Ryker didn’t want to put Mia on the spot or feed the rumor mill by explaining their odd and convoluted relationship. “Two cocoas to go, please. Mia has another appointment in a few minutes.”

Sage took the hint. “Coming right up.”

Ryker walked to the counter where Mia had her head down, either cataloging types of chocolate or asking herself how the heck she’d wound up in this situation. He didn’t know why he could read her so clearly. He was pretty certain she would hate it if she knew he understood her. He got that, too.

“I appreciate you giving me a few minutes,” he told her. “I think an open dialogue will prove the best way to keep this land thing from blowing up into something really ugly. I’m not the bad guy here and I know you aren’t, either.”

She looked at him. In the right light, he realized her blue eyes had tiny flecks of green and dark gold. His shutter finger itched. “You don’t know a thing about me.”

He pretended to make a note on his palm. “Do not generalize around Mia.” He looked at her and grinned. “I know one thing.”

Sage returned carrying two tall paper cups with lids. “Anything else?”

Impetuously, he leaned across the glass counter and whispered in her ear. She smiled conspiratorially and disappeared, returning a few moments later with a small, white paper sack. “Here you go. Shall I put it on your tab?”

“No,” Mia said, stepping to the register. “I’m buying.”

Most men probably would have been embarrassed. Ryker had never had to think about money in the past. Maybe that’s why he wasn’t worried that his being broke was a permanent thing. So, he acknowledged Mia’s claim with a simple, “Thank you.” Then, he tucked a couple of napkins in the front pocket of his backpack and walked to the door. “I know the perfect place for a picnic.”





Chapter 4







Ambivalence was not a word Mia associated with her thought process. Decisive. Direct. Authoritative. Those were her modifiers. Bossy, even. Yet, here she was in downtown Marietta, trotting alongside a virtual stranger…with much longer legs than she. The same man who apparently had a legitimate claim on her land.

Mia expected him to lead her to the green space by the Court House, but he detoured at the railroad tracks that headed out of town in the general direction of her property.

“Where are you taking me? Is it safe to be here?”

“I’ve got a thing for railroad tracks. I love the feel of this space.”

She breathed through her mouth to avoid gagging on the smell of damp iron and old oil. “Aren’t the cross beams soaked in some nasty creosote mixture? What if it’s carcinogenic?”

“These are so old I kind of doubt there’s a threat. Here.” He extended his free hand to help her climb when they reached the raised bed of the tracks. The smell lessened as the breeze picked up. The sun on her shoulders felt instantly comforting. Her stomach growled a little. She’d developed a love/hate relationship with food ever since chemotherapy turned her stomach inside out.

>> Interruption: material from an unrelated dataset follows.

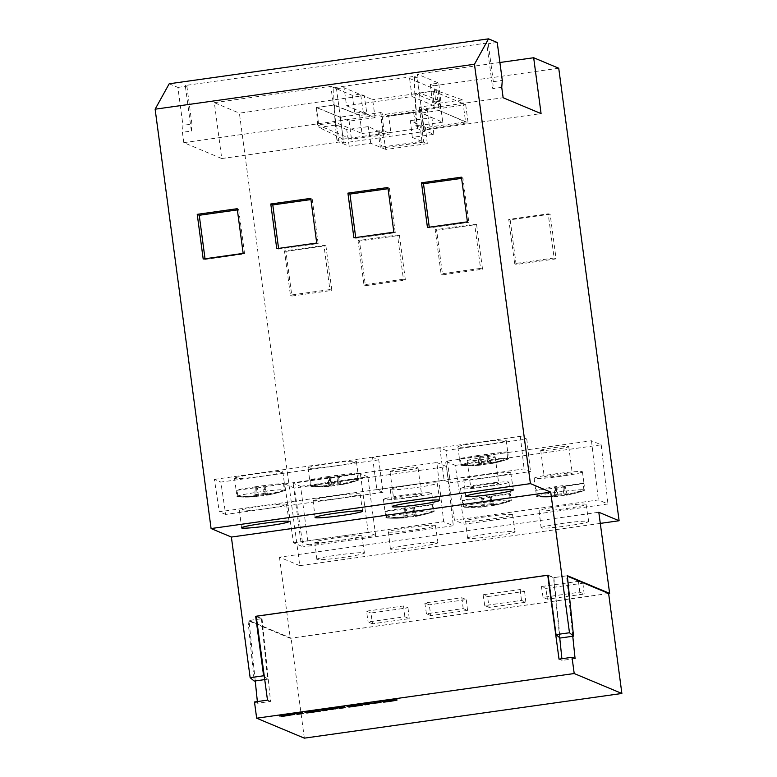 <?xml version="1.0" encoding="UTF-8"?>
<svg xmlns="http://www.w3.org/2000/svg" width="777" height="777" viewBox="0 0 777 777"><rect width="100%" height="100%" fill="white"/><g stroke="black" fill="none" stroke-linecap="round" stroke-linejoin="round"><path stroke-width="0.58" stroke-dasharray="3.88 2.91" d="M569.017 494.619A118.502 117.735 97.3 0 1 566.18 495.172A118.444 12.403 78 0 0 566.608 495.163A118.444 12.403 78 0 0 567.239 494.871L558.012 496.173A118.444 13.471 -94 0 1 557.177 496.493A118.444 13.471 -94 0 1 556.837 496.493A118.502 117.735 97.3 0 1 537.529 496.814A24.378 1.573 172.4 0 0 537.781 496.833A24.378 1.573 172.4 0 0 559.974 494.968A24.378 1.573 172.4 0 0 583.129 490.899A24.378 1.573 172.4 0 0 583.76 490.695A24.378 1.573 172.4 0 0 584.838 490.161A118.502 117.735 97.3 0 1 569.017 494.619A118.502 109.372 73.5 0 0 579.098 492.191A118.502 109.372 73.5 0 0 583.129 490.899M552.971 496.328A118.502 109.372 -106.5 0 1 538.276 495.677A24.378 1.573 -7.6 0 0 536.567 496.416A118.502 117.201 -55.5 0 0 552.971 496.328A118.502 117.201 -55.5 0 0 555.856 496.076A118.444 13.471 -94 0 1 554.574 494.726L563.801 493.434A118.444 12.403 78 0 0 565.2 494.764A118.502 117.201 -55.5 0 0 583.877 489.763L583.071 483.255A24.378 1.573 172.4 0 1 584.003 483.556A24.378 1.573 172.4 0 1 583.983 483.634L584.838 490.19M538.276 495.677A24.378 1.573 -7.6 0 1 561.839 491.55A24.378 1.573 -7.6 0 1 583.877 489.763M580.701 472.669A24.378 1.573 172.4 0 0 582.439 471.833A24.378 1.573 172.4 0 0 562.752 472.911A24.378 1.573 172.4 0 0 535.848 477.447A24.378 1.573 172.4 0 0 534.11 478.282A24.378 1.573 172.4 0 0 553.797 477.214A24.378 1.573 172.4 0 0 580.701 472.669M545.279 476.447A14.122 0.913 172.4 0 0 544.269 476.932A14.122 0.913 172.4 0 0 555.681 476.311A14.122 0.913 172.4 0 0 571.27 473.679A14.122 0.913 172.4 0 0 572.27 473.193A14.122 0.913 172.4 0 0 560.868 473.815A14.122 0.913 172.4 0 0 545.279 476.447M541.724 449.854A14.122 0.913 172.4 0 0 540.724 450.339A14.122 0.913 172.4 0 0 556.381 449.164A14.122 0.913 172.4 0 0 567.715 447.086A14.122 0.913 172.4 0 0 568.725 446.6A14.122 0.913 172.4 0 0 557.323 447.222A14.122 0.913 172.4 0 0 541.724 449.854M493.686 505.215L491.579 497.076L490.792 496.746L510.421 493.987L511.285 500.543A118.502 117.735 97.3 0 1 495.464 504.972A118.502 117.735 97.3 0 1 492.628 505.526A118.444 12.403 78 0 0 493.055 505.516A118.444 12.403 78 0 0 493.686 505.215L484.459 506.517A118.444 13.471 -94 0 1 483.624 506.837A118.444 13.471 -94 0 1 483.284 506.837A118.502 117.735 97.3 0 1 463.976 507.167A24.378 1.573 172.4 0 0 464.219 507.187A24.378 1.573 172.4 0 0 486.421 505.322A24.378 1.573 172.4 0 0 509.576 501.243A24.378 1.573 172.4 0 0 510.207 501.048A24.378 1.573 172.4 0 0 511.285 500.505M463.024 506.759A118.502 117.201 -55.5 0 0 479.419 506.682A118.502 117.201 -55.5 0 0 482.294 506.429A118.444 13.471 -94 0 1 481.012 505.079L490.248 503.778A118.444 12.403 78 0 0 491.647 505.108A118.502 117.201 -55.5 0 0 510.324 500.106L509.518 493.609A24.378 1.573 172.4 0 1 510.44 493.9A24.378 1.573 172.4 0 1 510.421 493.987M463.014 506.759A24.378 1.573 -7.6 0 1 464.724 506.021A24.378 1.573 -7.6 0 1 488.286 501.903A24.378 1.573 -7.6 0 1 510.324 500.106M507.148 483.022A24.378 1.573 172.4 0 0 508.877 482.187A24.378 1.573 172.4 0 0 489.199 483.255A24.378 1.573 172.4 0 0 462.286 487.801A24.378 1.573 172.4 0 0 460.557 488.636A24.378 1.573 172.4 0 0 480.235 487.567A24.378 1.573 172.4 0 0 507.148 483.022M471.726 486.79A14.122 0.913 172.4 0 0 470.716 487.276A14.122 0.913 172.4 0 0 482.119 486.655A14.122 0.913 172.4 0 0 497.717 484.022A14.122 0.913 172.4 0 0 498.717 483.537A14.122 0.913 172.4 0 0 487.315 484.158A14.122 0.913 172.4 0 0 471.726 486.79M468.172 460.198A14.122 0.913 172.4 0 0 467.171 460.683A14.122 0.913 172.4 0 0 482.828 459.508A14.122 0.913 172.4 0 0 494.162 457.43A14.122 0.913 172.4 0 0 495.172 456.954A14.122 0.913 172.4 0 0 483.76 457.566A14.122 0.913 172.4 0 0 468.172 460.198M418.317 515.821A118.502 117.735 97.3 0 1 415.481 516.375A118.444 12.403 78 0 0 415.909 516.365A118.444 12.403 78 0 0 416.54 516.074L407.313 517.365A118.444 13.471 -94 0 1 406.478 517.696A118.444 13.471 -94 0 1 406.138 517.686A118.502 117.735 97.3 0 1 396.095 518.259A118.502 117.735 97.3 0 1 386.839 518.016A24.378 1.573 172.4 0 0 387.082 518.036A24.378 1.573 172.4 0 0 409.285 516.171A24.378 1.573 172.4 0 0 432.43 512.101A24.378 1.573 172.4 0 0 433.061 511.897A24.378 1.573 172.4 0 0 434.139 511.363A118.502 117.735 97.3 0 1 418.317 515.821A118.502 109.372 73.5 0 0 428.399 513.393A118.502 109.372 73.5 0 0 432.43 512.101M403.875 515.928L403.836 508.032L384.994 511.12L385.878 517.647A118.502 117.201 -55.5 0 0 402.272 517.531A118.502 117.201 -55.5 0 0 405.157 517.278A118.444 13.471 -94 0 1 403.875 515.928L413.102 514.636A118.444 12.403 78 0 0 414.5 515.967A118.502 117.201 -55.5 0 0 424.32 513.743A118.502 117.201 -55.5 0 0 433.177 510.955L432.371 504.458A24.378 1.573 172.4 0 1 433.304 504.759A24.378 1.573 172.4 0 1 433.284 504.836L434.139 511.392M385.878 517.618A24.378 1.573 -7.6 0 1 387.577 516.88A24.378 1.573 -7.6 0 1 411.14 512.752A24.378 1.573 -7.6 0 1 433.177 510.955M385.149 498.649A24.378 1.573 -7.6 0 1 412.053 494.104A24.378 1.573 -7.6 0 1 431.74 493.036A24.378 1.573 -7.6 0 1 430.002 493.871A24.378 1.573 -7.6 0 1 403.098 498.416A24.378 1.573 -7.6 0 1 383.411 499.485A24.378 1.573 -7.6 0 1 385.149 498.649M394.58 497.649A14.122 0.913 172.4 0 0 393.57 498.135A14.122 0.913 172.4 0 0 404.982 497.513A14.122 0.913 172.4 0 0 420.571 494.881A14.122 0.913 172.4 0 0 421.571 494.395A14.122 0.913 172.4 0 0 410.169 495.017A14.122 0.913 172.4 0 0 394.58 497.649M391.035 471.056A14.122 0.913 172.4 0 0 390.025 471.542A14.122 0.913 172.4 0 0 405.681 470.367A14.122 0.913 172.4 0 0 417.026 468.288A14.122 0.913 172.4 0 0 418.026 467.803A14.122 0.913 172.4 0 0 406.624 468.424A14.122 0.913 172.4 0 0 391.035 471.056M476.748 464.937A118.502 117.201 -55.5 0 0 479.623 464.685A118.444 13.471 -94 0 1 478.341 463.335L487.567 462.033A118.444 12.403 78 0 0 488.966 463.364A118.502 117.201 -55.5 0 0 498.785 461.14A118.502 117.201 -55.5 0 0 507.643 458.362A24.378 1.573 172.4 0 0 485.606 460.149A24.378 1.573 172.4 0 0 462.043 464.277A24.378 1.573 172.4 0 0 460.343 465.015A118.502 117.201 -55.5 0 0 476.748 464.937A118.502 109.372 -106.5 0 1 462.043 464.277M492.783 463.228A118.502 109.372 73.5 0 0 502.865 460.79A118.502 118.502 0 0 0 507.527 459.304A24.378 1.573 -7.6 0 0 508.605 458.76A118.502 117.735 97.3 0 1 492.783 463.228A118.502 117.735 97.3 0 1 489.947 463.782A118.444 12.403 78 0 0 490.374 463.772A118.444 12.403 78 0 0 491.015 463.471L481.779 464.772A118.444 13.471 -94 0 1 480.944 465.093A118.444 13.471 -94 0 1 480.604 465.093A118.502 117.735 97.3 0 1 470.561 465.656A118.502 117.735 97.3 0 1 461.305 465.423L460.373 458.906A24.378 1.573 172.4 0 1 459.44 458.605A24.378 1.573 172.4 0 1 459.46 458.527L460.343 465.044M507.527 459.304A24.378 1.573 -7.6 0 1 506.905 459.498A24.378 1.573 -7.6 0 1 483.75 463.568A24.378 1.573 -7.6 0 1 461.548 465.433A24.378 1.573 -7.6 0 1 461.305 465.423M504.467 441.278A24.378 1.573 -7.6 0 1 477.564 445.813A24.378 1.573 -7.6 0 1 457.876 446.892A24.378 1.573 -7.6 0 1 459.615 446.056A24.378 1.573 -7.6 0 1 485.207 441.666A24.378 1.573 -7.6 0 1 506.031 440.287A24.378 1.573 -7.6 0 1 506.206 440.442A24.378 1.573 -7.6 0 1 504.467 441.278M254.982 494.755L254.953 486.858L236.111 489.947L236.985 496.435A118.502 117.201 -55.5 0 0 253.389 496.357A118.502 117.201 -55.5 0 0 256.264 496.105A118.444 13.471 -94 0 1 254.982 494.755L264.219 493.453A118.444 12.403 78 0 0 265.617 494.794A118.502 117.201 -55.5 0 0 275.437 492.569A118.502 117.201 -55.5 0 0 284.295 489.782L283.488 483.284A24.378 1.573 172.4 0 1 284.411 483.585A24.378 1.573 172.4 0 1 284.392 483.663L285.256 490.219M236.985 496.435A24.378 1.573 -7.6 0 1 238.694 495.697A24.378 1.573 -7.6 0 1 262.247 491.579A24.378 1.573 -7.6 0 1 284.295 489.782M269.434 494.648A118.502 109.372 73.5 0 0 279.516 492.21A118.502 118.502 0 0 0 284.178 490.724A24.378 1.573 -7.6 0 0 285.256 490.19A118.502 117.735 97.3 0 1 269.434 494.648A118.502 117.735 97.3 0 1 266.598 495.202A118.444 12.403 78 0 0 267.026 495.192A118.444 12.403 78 0 0 267.657 494.891L258.43 496.192A118.444 13.471 -94 0 1 257.585 496.522A118.444 13.471 -94 0 1 257.245 496.513A118.502 117.735 97.3 0 1 247.212 497.086A118.502 117.735 97.3 0 1 237.947 496.843L237.014 490.326A24.378 1.573 172.4 0 1 236.091 490.025A24.378 1.573 172.4 0 1 236.111 489.947M284.178 490.724A24.378 1.573 -7.6 0 1 283.547 490.928A24.378 1.573 -7.6 0 1 260.392 494.998A24.378 1.573 -7.6 0 1 238.189 496.862A24.378 1.573 -7.6 0 1 237.947 496.843M236.257 477.476A24.378 1.573 172.4 0 0 234.528 478.311A24.378 1.573 172.4 0 0 254.205 477.243A24.378 1.573 172.4 0 0 281.119 472.698A24.378 1.573 172.4 0 0 282.847 471.862A24.378 1.573 172.4 0 0 282.682 471.707A24.378 1.573 172.4 0 0 261.859 473.096A24.378 1.573 172.4 0 0 236.257 477.476M375.077 117.686A337.723 21.795 -7.6 0 1 361.888 119.435A337.723 21.795 -7.6 0 1 349.096 121.105L316.54 107.479L334.479 104.963L359.634 115.482L367.259 114.413L375.077 117.686L372.669 99.66L344.124 87.714L346.523 105.74L367.259 114.413L380.711 112.519L388.655 115.841A337.723 21.795 172.4 0 0 427.233 110.421L429.632 128.448A337.723 21.795 -7.6 0 0 468.104 122.727L434.217 108.547L416.278 111.072A88.491 9.693 -98 0 1 415.209 93.599L433.148 91.074L465.705 104.701A337.723 21.795 -7.6 0 1 440.559 108.469L438.15 90.443A337.723 21.795 -7.6 0 1 372.669 99.66M465.705 104.701L468.104 122.727M349.096 121.105L351.495 139.132A337.723 21.795 172.4 0 0 364.287 137.471A337.723 21.795 172.4 0 0 391.064 133.877L388.655 115.841M417.628 128.661A91.132 9.975 -98 0 1 416.219 114.442A91.132 9.975 -98 0 1 414.597 76.321L333.867 87.684L336.499 88.782L343.716 142.871L336.897 140.015L417.628 128.661L424.446 131.507L343.716 142.871M336.897 140.015A91.132 9.975 -98 0 1 335.489 125.796A91.132 9.975 -98 0 1 333.867 87.684M326.942 486.004A118.502 117.201 -55.5 0 0 329.827 485.751A118.444 13.471 -94 0 1 328.545 484.411L337.772 483.109A118.444 12.403 78 0 0 339.17 484.44A118.502 117.201 -55.5 0 0 348.99 482.216A118.502 117.201 -55.5 0 0 357.847 479.438A24.378 1.573 172.4 0 0 335.81 481.225A24.378 1.573 172.4 0 0 312.247 485.353A24.378 1.573 172.4 0 0 310.538 486.091A118.502 117.201 -55.5 0 0 326.942 486.004A118.502 109.372 -106.5 0 1 312.247 485.353M358.799 479.836A118.502 117.735 97.3 0 1 342.987 484.294A118.502 117.735 97.3 0 1 340.151 484.848A118.444 12.403 78 0 0 340.579 484.848A118.444 12.403 78 0 0 341.21 484.547L331.983 485.848A118.444 13.471 -94 0 1 331.148 486.169A118.444 13.471 -94 0 1 330.808 486.169A118.502 117.735 97.3 0 1 320.765 486.732A118.502 117.735 97.3 0 1 311.499 486.489L310.567 479.982A24.378 1.573 172.4 0 1 309.644 479.681A24.378 1.573 172.4 0 1 309.664 479.603L310.547 486.12M341.21 484.547L339.102 476.408L338.316 476.078L357.944 473.31L358.809 479.865A24.378 1.573 -7.6 0 1 357.731 480.38A24.378 1.573 -7.6 0 1 357.099 480.575A24.378 1.573 -7.6 0 1 333.945 484.644A24.378 1.573 -7.6 0 1 311.742 486.509A24.378 1.573 -7.6 0 1 311.499 486.489M354.671 462.354A24.378 1.573 -7.6 0 1 327.768 466.89A24.378 1.573 -7.6 0 1 308.08 467.958A24.378 1.573 -7.6 0 1 309.819 467.123A24.378 1.573 -7.6 0 1 335.411 462.742A24.378 1.573 -7.6 0 1 356.235 461.363A24.378 1.573 -7.6 0 1 356.4 461.519A24.378 1.573 -7.6 0 1 354.671 462.354M284.635 483.925L294.366 488.005L303.147 546.853L453.312 525.728L443.696 521.707L436.839 462.519L284.635 483.925L293.531 542.832L303.147 546.853M436.839 462.519L446.581 466.588L294.366 488.005M300.573 486.315L367.851 476.855L360.373 473.717L293.094 483.187L300.573 486.315L308.391 544.91L375.67 535.44L367.851 476.855M378.749 459.877L220.853 482.09L225.68 514.432L383.012 492.297L378.749 459.877L372.542 457.274L439.821 447.814L446.027 450.407L450.291 482.838L530.477 471.552L524.096 468.881L219.289 511.761L214.394 479.39L220.853 482.09M214.394 479.39L520.328 436.344L526.787 439.044L446.027 450.407M526.787 439.044L530.477 471.552M239.695 510.819A23.698 1.525 172.4 0 0 264.52 508.877A23.698 1.525 172.4 0 0 286.499 504.399A23.698 1.525 172.4 0 0 286.334 504.254A23.698 1.525 172.4 0 0 261.538 506.196A23.698 1.525 172.4 0 0 239.53 510.674A23.698 1.525 172.4 0 0 239.695 510.819M313.248 500.475A23.698 1.525 172.4 0 0 338.073 498.533A23.698 1.525 172.4 0 0 360.062 494.055A23.698 1.525 172.4 0 0 359.897 493.91A23.698 1.525 172.4 0 0 335.091 495.843A23.698 1.525 172.4 0 0 313.082 500.32A23.698 1.525 172.4 0 0 313.248 500.475M463.947 479.273A23.698 1.525 172.4 0 0 488.772 477.331A23.698 1.525 172.4 0 0 510.751 472.853A23.698 1.525 172.4 0 0 510.586 472.707A23.698 1.525 172.4 0 0 485.79 474.65A23.698 1.525 172.4 0 0 463.782 479.118A23.698 1.525 172.4 0 0 463.947 479.273M383.012 492.297L376.874 489.724L444.143 480.264L450.291 482.838M225.68 514.432L219.289 511.761M520.328 436.344L524.096 468.881M455.293 465.365L601.223 444.832L591.482 440.753L445.551 461.285L455.293 465.365L464.073 524.213L607.954 503.972L598.339 499.941L454.458 520.192L464.073 524.213M355.711 237.548L355.808 238.238L395.27 232.682L389.403 188.52L388.063 188.714M278.574 248.407L278.661 249.087L318.133 243.531L312.267 199.378L310.917 199.563M325.884 245.746L331.837 290.423L291.87 296.047L285.907 251.369L325.884 245.746L323.951 245.396L329.866 289.578L290.404 295.124L284.479 250.942L323.951 245.396M399.436 235.402L405.39 280.079L365.423 285.703L359.46 241.025L399.436 235.402L397.503 235.042L403.418 279.225L363.957 284.78L358.032 240.598L397.503 235.042M476.583 224.543L482.536 269.221L442.569 274.844L436.606 230.177L476.583 224.543L474.64 224.194L480.565 268.376L441.093 273.922L435.178 229.739L474.64 224.194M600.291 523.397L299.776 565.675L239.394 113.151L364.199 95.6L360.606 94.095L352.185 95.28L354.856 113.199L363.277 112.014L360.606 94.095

Ryker made an all-encompassing gesture. “What I love best about train tracks is looking toward the horizon and imagining all the trains that passed across these rails over the years. The people who came west with a satchel filled with hopes and prayers. Families. Miners. Lost souls looking to disappear.”

Something told her the last defined him, and he wasn’t even aware he’d shared such an intimate clue. Mia was surprised to find herself oddly touched and faintly intrigued by the romance in his voice. She’d grown up around hard-nosed businessmen like her father. Austen was all about the law. Paul lived and breathed hardware.

Her guide stopped abruptly. “This is the spot.”

“What do you mean? This is…nowhere.”

“Exactly. No tables. No chairs. Just Montana’s famous big sky and fresh air.”

He dropped his backpack to the weedy gravel between the rails and shrugged out of his heavy Army Surplus jacket to spread it out for her. “After you.”

She looked over her shoulder. “I don’t think so. I saw that movie where the kids get run over by a freight train.”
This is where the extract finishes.